**EXTRACTED INFORMATION**
⟨

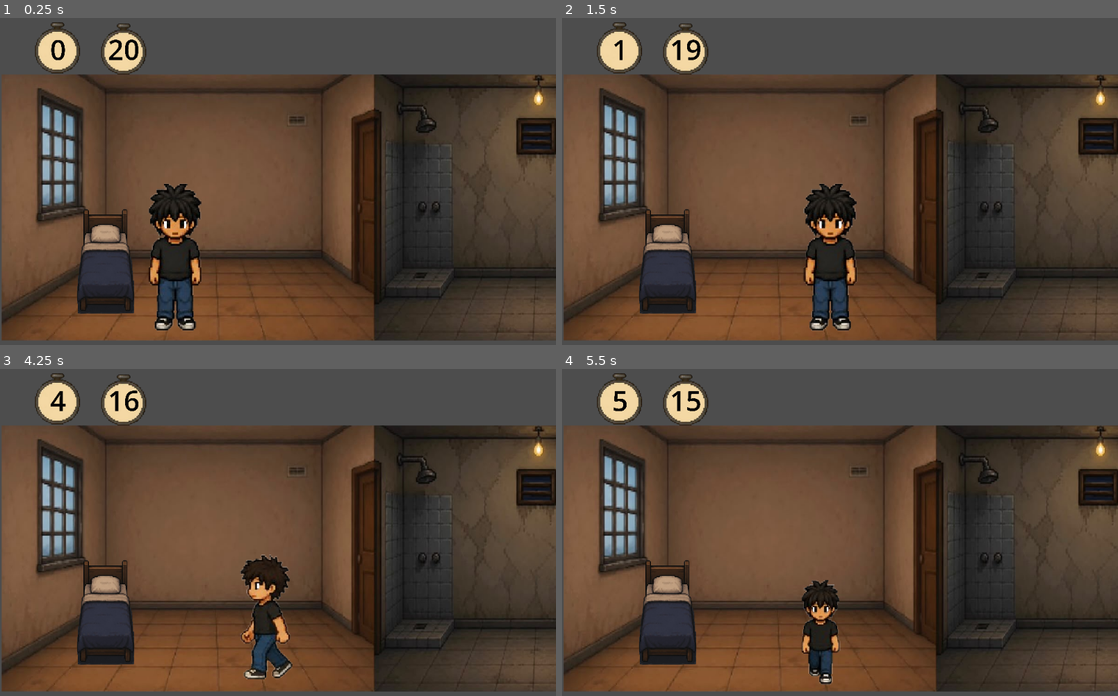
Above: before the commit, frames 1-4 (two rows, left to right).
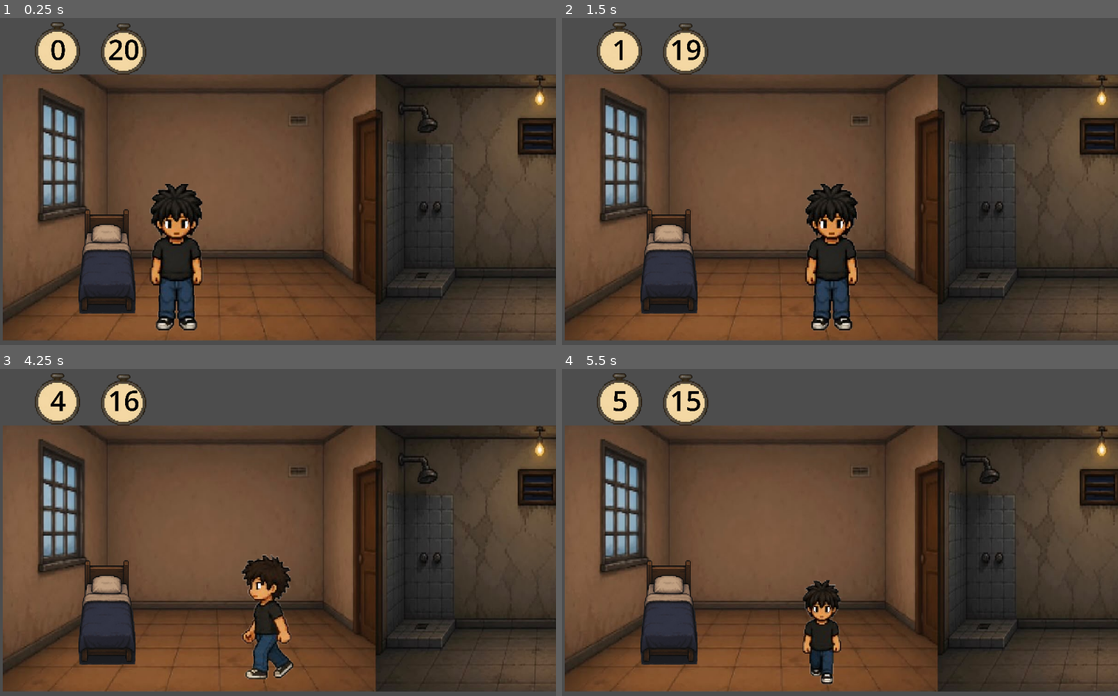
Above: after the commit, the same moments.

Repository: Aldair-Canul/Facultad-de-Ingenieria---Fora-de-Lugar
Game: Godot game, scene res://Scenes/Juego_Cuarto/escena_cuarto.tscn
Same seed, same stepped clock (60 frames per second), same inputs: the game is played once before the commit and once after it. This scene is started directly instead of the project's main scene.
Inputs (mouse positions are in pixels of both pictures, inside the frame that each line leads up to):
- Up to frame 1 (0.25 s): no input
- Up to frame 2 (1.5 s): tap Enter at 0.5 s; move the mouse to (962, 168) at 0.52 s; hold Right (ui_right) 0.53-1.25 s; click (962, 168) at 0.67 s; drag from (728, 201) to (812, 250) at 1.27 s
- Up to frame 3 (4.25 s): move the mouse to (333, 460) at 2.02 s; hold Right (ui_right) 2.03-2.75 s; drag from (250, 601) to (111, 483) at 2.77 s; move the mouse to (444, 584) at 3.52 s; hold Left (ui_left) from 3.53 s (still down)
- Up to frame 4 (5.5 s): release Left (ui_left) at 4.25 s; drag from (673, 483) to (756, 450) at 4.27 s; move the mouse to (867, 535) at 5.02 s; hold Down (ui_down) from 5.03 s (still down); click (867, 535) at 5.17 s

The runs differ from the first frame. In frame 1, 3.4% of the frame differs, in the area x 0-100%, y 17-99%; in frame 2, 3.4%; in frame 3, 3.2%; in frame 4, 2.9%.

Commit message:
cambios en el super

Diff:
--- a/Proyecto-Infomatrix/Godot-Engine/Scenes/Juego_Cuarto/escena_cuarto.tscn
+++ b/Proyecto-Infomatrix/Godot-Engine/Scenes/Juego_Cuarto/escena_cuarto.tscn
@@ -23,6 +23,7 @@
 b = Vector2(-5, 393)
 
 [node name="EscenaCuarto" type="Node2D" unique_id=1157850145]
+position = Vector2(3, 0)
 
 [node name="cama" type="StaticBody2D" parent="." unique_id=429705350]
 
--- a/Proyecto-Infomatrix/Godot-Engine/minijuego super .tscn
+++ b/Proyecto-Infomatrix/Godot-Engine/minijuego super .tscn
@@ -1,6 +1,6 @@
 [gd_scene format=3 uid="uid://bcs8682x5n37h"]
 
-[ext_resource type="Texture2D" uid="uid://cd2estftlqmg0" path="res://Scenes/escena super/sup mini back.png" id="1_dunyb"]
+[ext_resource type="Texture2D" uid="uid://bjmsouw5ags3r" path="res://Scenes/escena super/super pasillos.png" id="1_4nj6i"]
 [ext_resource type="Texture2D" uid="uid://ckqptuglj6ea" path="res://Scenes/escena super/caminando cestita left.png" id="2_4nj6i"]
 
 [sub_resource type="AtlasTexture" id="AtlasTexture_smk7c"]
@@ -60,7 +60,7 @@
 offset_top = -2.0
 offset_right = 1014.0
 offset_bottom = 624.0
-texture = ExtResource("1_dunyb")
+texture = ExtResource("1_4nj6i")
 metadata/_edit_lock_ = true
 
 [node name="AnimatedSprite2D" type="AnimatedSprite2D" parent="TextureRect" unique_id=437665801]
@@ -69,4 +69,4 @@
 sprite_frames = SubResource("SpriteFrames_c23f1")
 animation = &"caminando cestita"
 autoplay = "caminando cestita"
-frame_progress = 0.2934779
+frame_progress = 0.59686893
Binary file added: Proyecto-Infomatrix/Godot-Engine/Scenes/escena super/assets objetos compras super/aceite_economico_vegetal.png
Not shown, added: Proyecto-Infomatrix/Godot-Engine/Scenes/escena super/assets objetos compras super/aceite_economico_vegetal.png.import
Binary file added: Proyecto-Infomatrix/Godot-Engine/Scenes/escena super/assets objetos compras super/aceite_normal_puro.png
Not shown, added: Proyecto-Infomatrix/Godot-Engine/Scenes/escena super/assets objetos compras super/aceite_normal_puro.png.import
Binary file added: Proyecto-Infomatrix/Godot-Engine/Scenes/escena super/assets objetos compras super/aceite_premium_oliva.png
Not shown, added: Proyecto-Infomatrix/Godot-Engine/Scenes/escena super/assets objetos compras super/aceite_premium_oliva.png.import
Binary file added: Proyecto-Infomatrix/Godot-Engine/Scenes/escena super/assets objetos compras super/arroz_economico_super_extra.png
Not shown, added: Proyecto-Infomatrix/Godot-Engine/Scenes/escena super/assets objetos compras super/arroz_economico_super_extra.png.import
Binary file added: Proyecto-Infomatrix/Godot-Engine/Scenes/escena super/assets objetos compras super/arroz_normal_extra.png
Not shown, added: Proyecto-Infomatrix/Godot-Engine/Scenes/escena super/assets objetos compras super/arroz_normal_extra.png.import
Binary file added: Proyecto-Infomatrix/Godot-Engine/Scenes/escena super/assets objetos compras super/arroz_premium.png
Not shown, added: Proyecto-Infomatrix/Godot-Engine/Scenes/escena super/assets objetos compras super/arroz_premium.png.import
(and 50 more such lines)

⟩
⟨

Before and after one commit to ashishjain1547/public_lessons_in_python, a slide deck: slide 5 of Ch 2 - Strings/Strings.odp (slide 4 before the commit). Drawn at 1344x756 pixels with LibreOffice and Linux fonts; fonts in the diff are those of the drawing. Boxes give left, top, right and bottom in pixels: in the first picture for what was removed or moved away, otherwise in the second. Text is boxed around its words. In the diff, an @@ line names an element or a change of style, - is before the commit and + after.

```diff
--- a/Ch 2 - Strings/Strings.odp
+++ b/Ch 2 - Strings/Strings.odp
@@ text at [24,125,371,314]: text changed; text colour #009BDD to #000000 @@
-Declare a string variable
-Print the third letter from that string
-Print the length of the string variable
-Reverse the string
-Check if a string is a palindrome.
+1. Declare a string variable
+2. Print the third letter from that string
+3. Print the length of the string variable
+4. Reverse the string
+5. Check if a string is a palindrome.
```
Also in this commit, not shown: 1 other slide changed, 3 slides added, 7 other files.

⟩
⟨

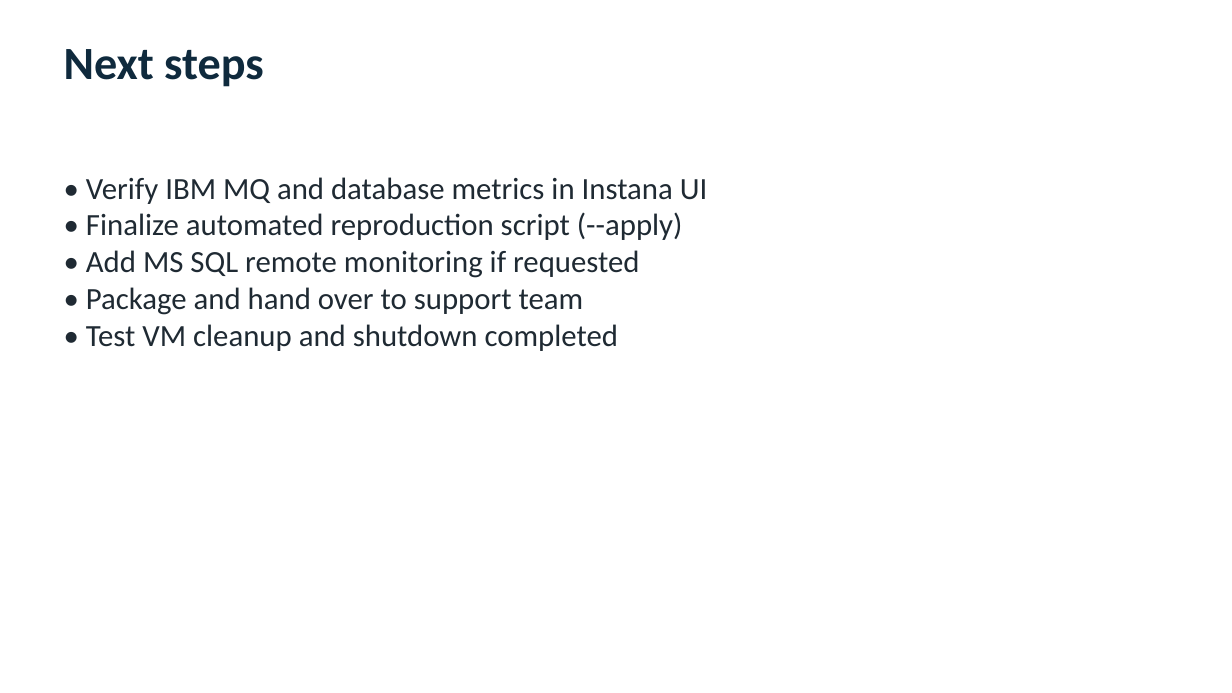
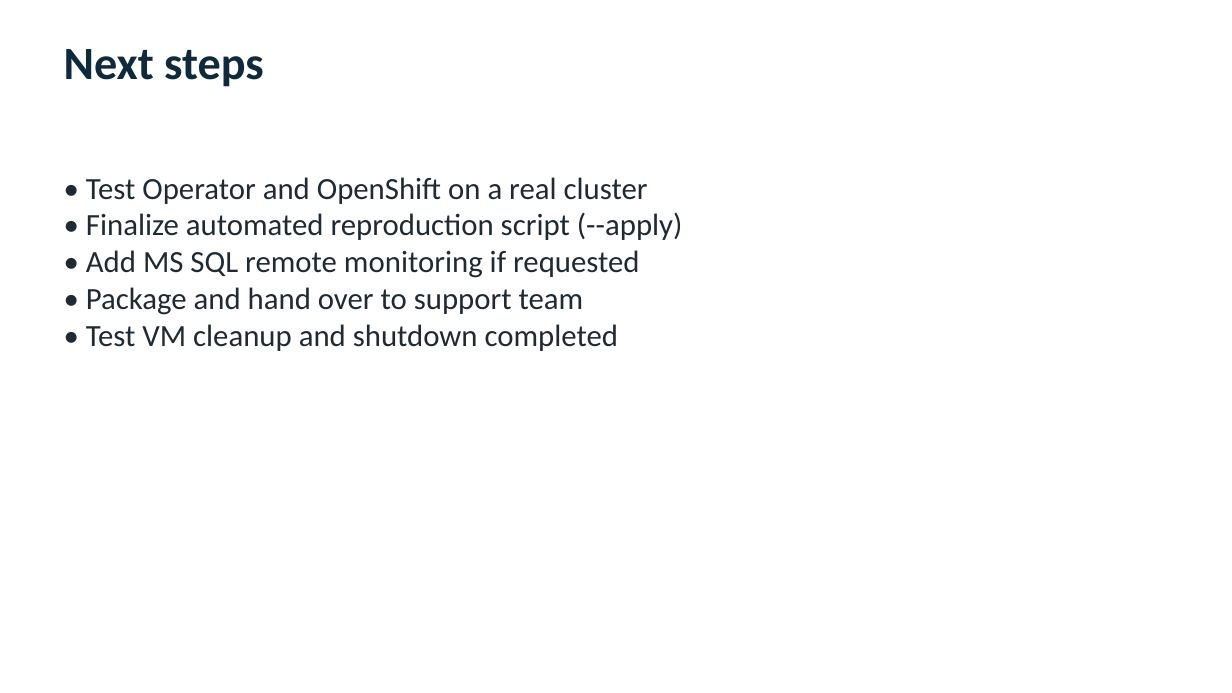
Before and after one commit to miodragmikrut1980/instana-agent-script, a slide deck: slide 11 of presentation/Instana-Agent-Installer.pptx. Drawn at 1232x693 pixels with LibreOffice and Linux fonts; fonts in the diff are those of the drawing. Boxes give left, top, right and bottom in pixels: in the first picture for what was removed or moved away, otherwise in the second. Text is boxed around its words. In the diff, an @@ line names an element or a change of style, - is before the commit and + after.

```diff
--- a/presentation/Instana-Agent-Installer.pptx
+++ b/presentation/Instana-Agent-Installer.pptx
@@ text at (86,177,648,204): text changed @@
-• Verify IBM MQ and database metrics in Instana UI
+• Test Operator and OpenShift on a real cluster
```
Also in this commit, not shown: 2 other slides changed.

⟩

**WHAT YOU ARE ASKED TO DO**
Reproduce, word for word and in full, only the lines above that start at the line with "- Up to frame 3" and run through the line with "offset_top = -2.0", both ends included.

**ANSWER SECTION**
- Up to frame 3 (4.25 s): move the mouse to (333, 460) at 2.02 s; hold Right (ui_right) 2.03-2.75 s; drag from (250, 601) to (111, 483) at 2.77 s; move the mouse to (444, 584) at 3.52 s; hold Left (ui_left) from 3.53 s (still down)
- Up to frame 4 (5.5 s): release Left (ui_left) at 4.25 s; drag from (673, 483) to (756, 450) at 4.27 s; move the mouse to (867, 535) at 5.02 s; hold Down (ui_down) from 5.03 s (still down); click (867, 535) at 5.17 s

The runs differ from the first frame. In frame 1, 3.4% of the frame differs, in the area x 0-100%, y 17-99%; in frame 2, 3.4%; in frame 3, 3.2%; in frame 4, 2.9%.

Commit message:
cambios en el super

Diff:
--- a/Proyecto-Infomatrix/Godot-Engine/Scenes/Juego_Cuarto/escena_cuarto.tscn
+++ b/Proyecto-Infomatrix/Godot-Engine/Scenes/Juego_Cuarto/escena_cuarto.tscn
@@ -23,6 +23,7 @@
 b = Vector2(-5, 393)
 
 [node name="EscenaCuarto" type="Node2D" unique_id=1157850145]
+position = Vector2(3, 0)
 
 [node name="cama" type="StaticBody2D" parent="." unique_id=429705350]
 
--- a/Proyecto-Infomatrix/Godot-Engine/minijuego super .tscn
+++ b/Proyecto-Infomatrix/Godot-Engine/minijuego super .tscn
@@ -1,6 +1,6 @@
 [gd_scene format=3 uid="uid://bcs8682x5n37h"]
 
-[ext_resource type="Texture2D" uid="uid://cd2estftlqmg0" path="res://Scenes/escena super/sup mini back.png" id="1_dunyb"]
+[ext_resource type="Texture2D" uid="uid://bjmsouw5ags3r" path="res://Scenes/escena super/super pasillos.png" id="1_4nj6i"]
 [ext_resource type="Texture2D" uid="uid://ckqptuglj6ea" path="res://Scenes/escena super/caminando cestita left.png" id="2_4nj6i"]
 
 [sub_resource type="AtlasTexture" id="AtlasTexture_smk7c"]
@@ -60,7 +60,7 @@
 offset_top = -2.0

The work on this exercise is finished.